Hybrid Deep GP models: combining GP and Neural Network layers#

In this notebook we show how to combine gpflux.layers.GPLayer layers with plain Keras neural network layers. This allows one to build hybrid deep GP models. Compared to the other tutorials, we are also going to use Keras’s Sequential model to build our hierarchical model and use a gpflux.losses.LikelihoodLoss instead of a gpflux.layers.LikelihoodLayer.

[1]:
import numpy as np
import tensorflow as tf
import matplotlib.pyplot as plt

import gpflow
import gpflux

from gpflow.config import default_float
2024-01-08 14:39:34.430581: I tensorflow/tsl/cuda/cudart_stub.cc:28] Could not find cuda drivers on your machine, GPU will not be used.
2024-01-08 14:39:34.461086: I tensorflow/tsl/cuda/cudart_stub.cc:28] Could not find cuda drivers on your machine, GPU will not be used.
2024-01-08 14:39:34.462140: I tensorflow/core/platform/cpu_feature_guard.cc:182] This TensorFlow binary is optimized to use available CPU instructions in performance-critical operations.
To enable the following instructions: AVX2 FMA, in other operations, rebuild TensorFlow with the appropriate compiler flags.
2024-01-08 14:39:35.132442: W tensorflow/compiler/tf2tensorrt/utils/py_utils.cc:38] TF-TRT Warning: Could not find TensorRT

Load Snelson dataset#

We use a simple one-dimensional dataset to allow for easy plotting. To help training we normalize the input features.

[2]:
d = np.load("../../tests/snelson1d.npz")
X, Y = data = d["X"], d["Y"]
X = (X - X.mean()) / X.std()
num_data, input_dim = X.shape

Initialize the GP Layer#

As per usual we create a one-dimensional gpflux.layers.GPLayer with a simple SquaredExponential kernel and InducingPoints inducing variable:

[3]:
num_data = len(X)
num_inducing = 10
output_dim = Y.shape[1]

kernel = gpflow.kernels.SquaredExponential()
inducing_variable = gpflow.inducing_variables.InducingPoints(
    np.linspace(X.min(), X.max(), num_inducing).reshape(-1, 1)
)
gp_layer = gpflux.layers.GPLayer(
    kernel, inducing_variable, num_data=num_data, num_latent_gps=output_dim
)
/home/runner/work/GPflux/GPflux/gpflux/layers/gp_layer.py:175: UserWarning: Beware, no mean function was specified in the construction of the `GPLayer` so the default `gpflow.mean_functions.Identity` is being used. This mean function will only work if the input dimensionality matches the number of latent Gaussian processes in the layer.
  warnings.warn(
/home/runner/work/GPflux/GPflux/gpflux/layers/gp_layer.py:198: UserWarning: Could not verify the compatibility of the `kernel`, `inducing_variable` and `mean_function`. We advise using `gpflux.helpers.construct_*` to create compatible kernels and inducing variables. As `num_latent_gps=1` has been specified explicitly, this will be used to create the `q_mu` and `q_sqrt` parameters.
  warnings.warn(

Sequential Keras model with GP and Neural net layers#

We construct a model that consists of three tf.keras.layers.Dense layers and a GP. The first two Dense layers are configured to have 100 units and use a ReLU non-linearity. The last neural network layers reduces the dimension to one and does not utilise a non-linearity. We can interpret these three neural network layers as performing non-linear feature warping. The final layer in the model is the GP we defined above.

[4]:
likelihood = gpflow.likelihoods.Gaussian(0.1)
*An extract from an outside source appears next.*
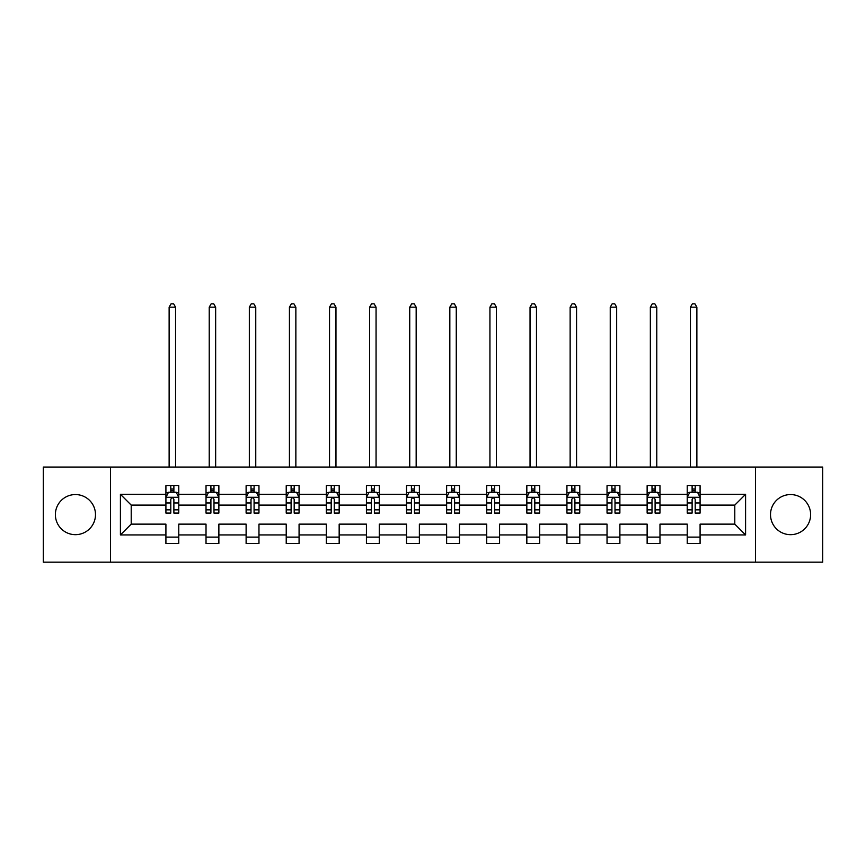 <?xml version="1.0" encoding="UTF-8"?>
<svg xmlns="http://www.w3.org/2000/svg" width="866" height="866" viewBox="0 0 866 866"><rect width="100%" height="100%" fill="white"/><g stroke="black" fill="none" stroke-linecap="round" stroke-linejoin="round"><path stroke-width="1.3" d="M790.571 494.562A20.048 20.048 0 0 0 770.513 514.62A20.048 20.048 0 0 0 790.571 534.668A20.048 20.048 0 0 0 810.619 514.62A20.048 20.048 0 0 0 790.571 494.562M75.429 494.562A20.048 20.048 0 0 0 55.381 514.62A20.048 20.048 0 0 0 75.429 534.668A20.048 20.048 0 0 0 95.487 514.62A20.048 20.048 0 0 0 75.429 494.562M755.477 562.175L822.7 562.175L822.7 467.055L755.477 467.055L755.477 562.175L110.523 562.175L110.523 467.055L43.3 467.055L43.3 562.175L110.523 562.175M700.085 534.928L700.085 524.125L734.79 524.125L745.583 534.928L700.085 534.928L700.085 543.534L687.225 543.534L687.225 534.928L659.979 534.928L659.979 543.534L647.129 543.534L647.129 534.928L619.883 534.928L619.883 543.534L607.034 543.534L607.034 534.928L579.776 534.928L579.776 543.534L566.927 543.534L566.927 534.928L539.68 534.928L539.68 543.534L526.831 543.534L526.831 534.928L499.574 534.928L499.574 543.534L486.724 543.534L486.724 534.928L459.478 534.928L459.478 543.534L446.629 543.534L446.629 534.928L419.371 534.928L419.371 543.534L406.522 543.534L406.522 534.928L379.276 534.928L379.276 543.534L366.426 543.534L366.426 534.928L339.169 534.928L339.169 543.534L326.32 543.534L326.32 534.928L299.073 534.928L299.073 543.534L286.224 543.534L286.224 534.928L258.966 534.928L258.966 543.534L246.117 543.534L246.117 534.928L218.871 534.928L218.871 543.534L206.021 543.534L206.021 534.928L178.775 534.928L178.775 543.534L165.915 543.534L165.915 534.928L120.417 534.928L120.417 494.313L165.915 494.313L165.915 485.696L178.775 485.696L178.775 494.313L206.021 494.313L206.021 485.696L218.871 485.696L218.871 494.313L246.117 494.313L246.117 485.696L258.966 485.696L258.966 494.313L286.224 494.313L286.224 485.696L299.073 485.696L299.073 494.313L326.32 494.313L326.32 485.696L339.169 485.696L339.169 494.313L366.426 494.313L366.426 485.696L379.276 485.696L379.276 494.313L406.522 494.313L406.522 485.696L419.371 485.696L419.371 494.313L446.629 494.313L446.629 485.696L459.478 485.696L459.478 494.313L486.724 494.313L486.724 485.696L499.574 485.696L499.574 494.313L526.831 494.313L526.831 485.696L539.68 485.696L539.68 494.313L566.927 494.313L566.927 485.696L579.776 485.696L579.776 494.313L607.034 494.313L607.034 485.696L619.883 485.696L619.883 494.313L647.129 494.313L647.129 485.696L659.979 485.696L659.979 494.313L687.225 494.313L687.225 485.696L700.085 485.696L700.085 494.313L745.583 494.313L745.583 534.928M755.477 467.055L110.523 467.055M687.225 494.313L687.225 505.105L659.979 505.105L659.979 494.313M659.979 534.928L659.979 524.125L687.225 524.125L687.225 534.928M647.129 494.313L647.129 505.105L619.883 505.105L619.883 494.313M619.883 534.928L619.883 524.125L647.129 524.125L647.129 534.928M607.034 494.313L607.034 505.105L579.776 505.105L579.776 494.313M579.776 534.928L579.776 524.125L607.034 524.125L607.034 534.928M566.927 494.313L566.927 505.105L539.68 505.105L539.68 494.313M539.68 534.928L539.68 524.125L566.927 524.125L566.927 534.928M526.831 494.313L526.831 505.105L499.574 505.105L499.574 494.313M499.574 534.928L499.574 524.125L526.831 524.125L526.831 534.928M486.724 494.313L486.724 505.105L459.478 505.105L459.478 494.313M459.478 534.928L459.478 524.125L486.724 524.125L486.724 534.928M446.629 494.313L446.629 505.105L419.371 505.105L419.371 494.313M419.371 534.928L419.371 524.125L446.629 524.125L446.629 534.928M406.522 494.313L406.522 505.105L379.276 505.105L379.276 494.313M379.276 534.928L379.276 524.125L406.522 524.125L406.522 534.928M366.426 494.313L366.426 505.105L339.169 505.105L339.169 494.313M339.169 534.928L339.169 524.125L366.426 524.125L366.426 534.928M326.32 494.313L326.32 505.105L299.073 505.105L299.073 494.313M299.073 534.928L299.073 524.125L326.32 524.125L326.32 534.928M286.224 494.313L286.224 505.105L258.966 505.105L258.966 494.313M258.966 534.928L258.966 524.125L286.224 524.125L286.224 534.928M246.117 494.313L246.117 505.105L218.871 505.105L218.871 494.313M218.871 534.928L218.871 524.125L246.117 524.125L246.117 534.928M206.021 494.313L206.021 505.105L178.775 505.105L178.775 494.313M178.775 534.928L178.775 524.125L206.021 524.125L206.021 534.928M165.915 494.313L165.915 505.105L131.21 505.105L131.21 524.125L165.915 524.125L165.915 534.928M120.417 494.313L131.21 505.105M734.79 524.125L734.79 505.105L700.085 505.105L700.085 494.313M692.118 492.126L695.203 492.126M652.011 492.126L655.097 492.126M611.916 492.126L615.001 492.126M571.809 492.126L574.894 492.126M531.713 492.126L534.798 492.126M491.607 492.126L494.692 492.126M451.511 492.126L454.596 492.126M411.404 492.126L414.489 492.126M371.308 492.126L374.393 492.126M331.202 492.126L334.287 492.126M291.106 492.126L294.191 492.126M250.999 492.126L254.084 492.126M210.903 492.126L213.989 492.126M170.797 492.126L173.882 492.126M165.915 537.104L178.775 537.104M206.021 537.104L218.871 537.104M246.117 537.104L258.966 537.104M286.224 537.104L299.073 537.104M326.32 537.104L339.169 537.104M366.426 537.104L379.276 537.104M406.522 537.104L419.371 537.104M446.629 537.104L459.478 537.104M486.724 537.104L499.574 537.104M526.831 537.104L539.68 537.104M566.927 537.104L579.776 537.104M607.034 537.104L619.883 537.104M647.129 537.104L659.979 537.104M687.225 537.104L700.085 537.104M131.21 524.125L120.417 534.928M745.583 494.313L734.79 505.105M173.882 489.041L170.797 489.041M168.329 492.559L165.915 492.559L165.915 485.696L170.797 485.696L170.797 492.256M165.915 509.847L165.915 513.073L170.797 513.073L170.797 509.847L165.915 509.847L165.915 505.105M178.775 505.105L178.775 513.073L173.882 513.073L173.882 499.325C172.854 497.344 171.825 497.344 170.797 499.325L170.797 509.847M176.35 492.559L178.775 492.559L178.775 485.696L173.882 485.696L173.882 492.256M178.775 497.398L176.199 492.256L168.491 492.256L165.915 497.398M175.56 467.055L175.56 307.17L169.13 307.17L169.13 467.055M169.13 307.17L171.057 303.825L173.633 303.825L175.56 307.17M213.989 489.041L210.903 489.041M208.435 492.559L206.021 492.559L206.021 485.696L210.903 485.696L210.903 492.256M206.021 509.847L206.021 513.073L210.903 513.073L210.903 509.847L206.021 509.847L206.021 505.105M218.871 505.105L218.871 513.073L213.989 513.073L213.989 499.325C212.96 497.344 211.932 497.344 210.903 499.325L210.903 509.847M216.457 492.559L218.871 492.559L218.871 485.696L213.989 485.696L213.989 492.256M218.871 497.398L216.305 492.256L208.587 492.256L206.021 497.398M215.656 467.055L215.656 307.17L209.226 307.17L209.226 467.055M209.226 307.17L211.163 303.825L213.729 303.825L215.656 307.17M254.084 489.041L250.999 489.041M248.531 492.559L246.117 492.559L246.117 485.696L250.999 485.696L250.999 492.256M246.117 509.847L246.117 513.073L250.999 513.073L250.999 509.847L246.117 509.847L246.117 505.105M258.966 505.105L258.966 513.073L254.084 513.073L254.084 499.325C253.056 497.344 252.028 497.344 250.999 499.325L250.999 509.847M256.553 492.559L258.966 492.559L258.966 485.696L254.084 485.696L254.084 492.256M258.966 497.398L256.401 492.256L248.694 492.256L246.117 497.398M255.762 467.055L255.762 307.17L249.332 307.17L249.332 467.055M249.332 307.17L251.259 303.825L253.835 303.825L255.762 307.17M294.191 489.041L291.106 489.041M288.638 492.559L286.224 492.559L286.224 485.696L291.106 485.696L291.106 492.256M286.224 509.847L286.224 513.073L291.106 513.073L291.106 509.847L286.224 509.847L286.224 505.105M299.073 505.105L299.073 513.073L294.191 513.073L294.191 499.325C293.163 497.344 292.134 497.344 291.106 499.325L291.106 509.847M296.659 492.559L299.073 492.559L299.073 485.696L294.191 485.696L294.191 492.256M299.073 497.398L296.508 492.256L288.789 492.256L286.224 497.398M295.858 467.055L295.858 307.17L289.428 307.17L289.428 467.055M289.428 307.17L291.366 303.825L293.931 303.825L295.858 307.17M334.287 489.041L331.202 489.041M328.734 492.559L326.32 492.559L326.32 485.696L331.202 485.696L331.202 492.256M326.32 509.847L326.32 513.073L331.202 513.073L331.202 509.847L326.32 509.847L326.32 505.105M339.169 505.105L339.169 513.073L334.287 513.073L334.287 499.325C333.258 497.344 332.23 497.344 331.202 499.325L331.202 509.847M336.755 492.559L339.169 492.559L339.169 485.696L334.287 485.696L334.287 492.256M339.169 497.398L336.603 492.256L328.896 492.256L326.32 497.398M335.965 467.055L335.965 307.17L329.535 307.17L329.535 467.055M329.535 307.17L331.462 303.825L334.038 303.825L335.965 307.17M374.393 489.041L371.308 489.041M368.84 492.559L366.426 492.559L366.426 485.696L371.308 485.696L371.308 492.256M366.426 509.847L366.426 513.073L371.308 513.073L371.308 509.847L366.426 509.847L366.426 505.105M379.276 505.105L379.276 513.073L374.393 513.073L374.393 499.325C373.365 497.344 372.337 497.344 371.308 499.325L371.308 509.847M376.862 492.559L379.276 492.559L379.276 485.696L374.393 485.696L374.393 492.256M379.276 497.398L376.699 492.256L368.992 492.256L366.426 497.398M376.06 467.055L376.06 307.17L369.63 307.17L369.63 467.055M369.63 307.17L371.568 303.825L374.134 303.825L376.06 307.17M414.489 489.041L411.404 489.041M408.936 492.559L406.522 492.559L406.522 485.696L411.404 485.696L411.404 492.256M406.522 509.847L406.522 513.073L411.404 513.073L411.404 509.847L406.522 509.847L406.522 505.105M419.371 505.105L419.371 513.073L414.489 513.073L414.489 499.325C413.461 497.344 412.433 497.344 411.404 499.325L411.404 509.847M416.957 492.559L419.371 492.559L419.371 485.696L414.489 485.696L414.489 492.256M419.371 497.398L416.806 492.256L409.098 492.256L406.522 497.398M416.167 467.055L416.167 307.17L409.737 307.17L409.737 467.055M409.737 307.17L411.664 303.825L414.229 303.825L416.167 307.17M454.596 489.041L451.511 489.041M449.043 492.559L446.629 492.559L446.629 485.696L451.511 485.696L451.511 492.256M446.629 509.847L446.629 513.073L451.511 513.073L451.511 509.847L446.629 509.847L446.629 505.105M459.478 505.105L459.478 513.073L454.596 513.073L454.596 499.325C453.567 497.344 452.539 497.344 451.511 499.325L451.511 509.847M457.064 492.559L459.478 492.559L459.478 485.696L454.596 485.696L454.596 492.256M459.478 497.398L456.902 492.256L449.194 492.256L446.629 497.398M456.263 467.055L456.263 307.17L449.833 307.17L449.833 467.055M449.833 307.17L451.771 303.825L454.336 303.825L456.263 307.17M494.692 489.041L491.607 489.041M489.138 492.559L486.724 492.559L486.724 485.696L491.607 485.696L491.607 492.256M486.724 509.847L486.724 513.073L491.607 513.073L491.607 509.847L486.724 509.847L486.724 505.105M499.574 505.105L499.574 513.073L494.692 513.073L494.692 499.325C493.663 497.344 492.635 497.344 491.607 499.325L491.607 509.847M497.16 492.559L499.574 492.559L499.574 485.696L494.692 485.696L494.692 492.256M499.574 497.398L497.008 492.256L489.301 492.256L486.724 497.398M496.37 467.055L496.37 307.17L489.94 307.17L489.94 467.055M489.94 307.17L491.866 303.825L494.432 303.825L496.37 307.17M534.798 489.041L531.713 489.041M529.245 492.559L526.831 492.559L526.831 485.696L531.713 485.696L531.713 492.256M526.831 509.847L526.831 513.073L531.713 513.073L531.713 509.847L526.831 509.847L526.831 505.105M539.68 505.105L539.68 513.073L534.798 513.073L534.798 499.325C533.77 497.344 532.742 497.344 531.713 499.325L531.713 509.847M537.266 492.559L539.68 492.559L539.68 485.696L534.798 485.696L534.798 492.256M539.68 497.398L537.104 492.256L529.397 492.256L526.831 497.398M536.465 467.055L536.465 307.17L530.035 307.17L530.035 467.055M530.035 307.17L531.962 303.825L534.538 303.825L536.465 307.17M574.894 489.041L571.809 489.041M569.341 492.559L566.927 492.559L566.927 485.696L571.809 485.696L571.809 492.256M566.927 509.847L566.927 513.073L571.809 513.073L571.809 509.847L566.927 509.847L566.927 505.105M579.776 505.105L579.776 513.073L574.894 513.073L574.894 499.325C573.866 497.344 572.837 497.344 571.809 499.325L571.809 509.847M577.362 492.559L579.776 492.559L579.776 485.696L574.894 485.696L574.894 492.256M579.776 497.398L577.211 492.256L569.492 492.256L566.927 497.398M576.572 467.055L576.572 307.17L570.142 307.17L570.142 467.055M570.142 307.17L572.069 303.825L574.634 303.825L576.572 307.17M615.001 489.041L611.916 489.041M609.447 492.559L607.034 492.559L607.034 485.696L611.916 485.696L611.916 492.256M607.034 509.847L607.034 513.073L611.916 513.073L611.916 509.847L607.034 509.847L607.034 505.105M619.883 505.105L619.883 513.073L615.001 513.073L615.001 499.325C613.972 497.344 612.944 497.344 611.916 499.325L611.916 509.847M617.469 492.559L619.883 492.559L619.883 485.696L615.001 485.696L615.001 492.256M619.883 497.398L617.306 492.256L609.599 492.256L607.034 497.398M616.668 467.055L616.668 307.17L610.238 307.17L610.238 467.055M610.238 307.17L612.165 303.825L614.741 303.825L616.668 307.17M655.097 489.041L652.011 489.041M649.543 492.559L647.129 492.559L647.129 485.696L652.011 485.696L652.011 492.256M647.129 509.847L647.129 513.073L652.011 513.073L652.011 509.847L647.129 509.847L647.129 505.105M659.979 505.105L659.979 513.073L655.097 513.073L655.097 499.325C654.068 497.344 653.04 497.344 652.011 499.325L652.011 509.847M657.565 492.559L659.979 492.559L659.979 485.696L655.097 485.696L655.097 492.256M659.979 497.398L657.413 492.256L649.695 492.256L647.129 497.398M656.774 467.055L656.774 307.17L650.344 307.17L650.344 467.055M650.344 307.17L652.271 303.825L654.837 303.825L656.774 307.17M695.203 489.041L692.118 489.041M689.65 492.559L687.225 492.559L687.225 485.696L692.118 485.696L692.118 492.256M687.225 509.847L687.225 513.073L692.118 513.073L692.118 509.847L687.225 509.847L687.225 505.105M700.085 505.105L700.085 513.073L695.203 513.073L695.203 499.325C694.175 497.344 693.146 497.344 692.118 499.325L692.118 509.847M697.671 492.559L700.085 492.559L700.085 485.696L695.203 485.696L695.203 492.256M700.085 497.398L697.509 492.256L689.801 492.256L687.225 497.398M696.87 467.055L696.87 307.17L690.44 307.17L690.44 467.055M690.44 307.17L692.367 303.825L694.943 303.825L696.87 307.17M178.71 497.268L165.98 497.268M178.775 509.847L173.882 509.847M170.797 502.962L165.915 502.962M178.775 502.962L173.882 502.962M173.882 490.676L170.797 490.676M218.806 497.268L206.086 497.268M218.871 509.847L213.989 509.847M210.903 502.962L206.021 502.962M218.871 502.962L213.989 502.962M213.989 490.676L210.903 490.676M258.912 497.268L246.182 497.268M258.966 509.847L254.084 509.847M250.999 502.962L246.117 502.962M258.966 502.962L254.084 502.962M254.084 490.676L250.999 490.676M299.008 497.268L286.289 497.268M299.073 509.847L294.191 509.847M291.106 502.962L286.224 502.962M299.073 502.962L294.191 502.962M294.191 490.676L291.106 490.676M339.115 497.268L326.385 497.268M339.169 509.847L334.287 509.847M331.202 502.962L326.32 502.962M339.169 502.962L334.287 502.962M334.287 490.676L331.202 490.676M379.211 497.268L366.491 497.268M379.276 509.847L374.393 509.847M371.308 502.962L366.426 502.962M379.276 502.962L374.393 502.962M374.393 490.676L371.308 490.676M419.306 497.268L406.587 497.268M419.371 509.847L414.489 509.847M411.404 502.962L406.522 502.962M419.371 502.962L414.489 502.962M414.489 490.676L411.404 490.676M459.413 497.268L446.694 497.268M459.478 509.847L454.596 509.847M451.511 502.962L446.629 502.962M459.478 502.962L454.596 502.962M454.596 490.676L451.511 490.676M499.509 497.268L486.789 497.268M499.574 509.847L494.692 509.847M491.607 502.962L486.724 502.962M499.574 502.962L494.692 502.962M494.692 490.676L491.607 490.676M539.615 497.268L526.885 497.268M539.68 509.847L534.798 509.847M531.713 502.962L526.831 502.962M539.68 502.962L534.798 502.962M534.798 490.676L531.713 490.676M579.711 497.268L566.992 497.268M579.776 509.847L574.894 509.847M571.809 502.962L566.927 502.962M579.776 502.962L574.894 502.962M574.894 490.676L571.809 490.676M619.818 497.268L607.088 497.268M619.883 509.847L615.001 509.847M611.916 502.962L607.034 502.962M619.883 502.962L615.001 502.962M615.001 490.676L611.916 490.676M659.914 497.268L647.194 497.268M659.979 509.847L655.097 509.847M652.011 502.962L647.129 502.962M659.979 502.962L655.097 502.962M655.097 490.676L652.011 490.676M700.02 497.268L687.29 497.268M700.085 509.847L695.203 509.847M692.118 502.962L687.225 502.962M700.085 502.962L695.203 502.962M695.203 490.676L692.118 490.676"/></g></svg>

# So that Keras can track the likelihood variance, we need to provide the likelihood as part of a "dummy" layer:
likelihood_container = gpflux.layers.TrackableLayer()
likelihood_container.likelihood = likelihood

model = tf.keras.Sequential(
    [
        tf.keras.layers.Dense(100, activation="relu"),
        tf.keras.layers.Dense(100, activation="relu"),
        tf.keras.layers.Dense(1, activation="linear"),
        gp_layer,
        likelihood_container,  # no-op, for discovering trainable likelihood parameters
    ]
)
loss = gpflux.losses.LikelihoodLoss(likelihood)
/tmp/ipykernel_3187/712807007.py:4: DeprecationWarning: Call to deprecated class TrackableLayer. (GPflux's `TrackableLayer` was prior to TF2.5 used to collect GPflow variables in subclassed layers. As of TF 2.5, `tf.Module` supports this natively and there is no need for `TrackableLayer` anymore. It will be removed in GPflux version `1.0.0`.)
  likelihood_container = gpflux.layers.TrackableLayer()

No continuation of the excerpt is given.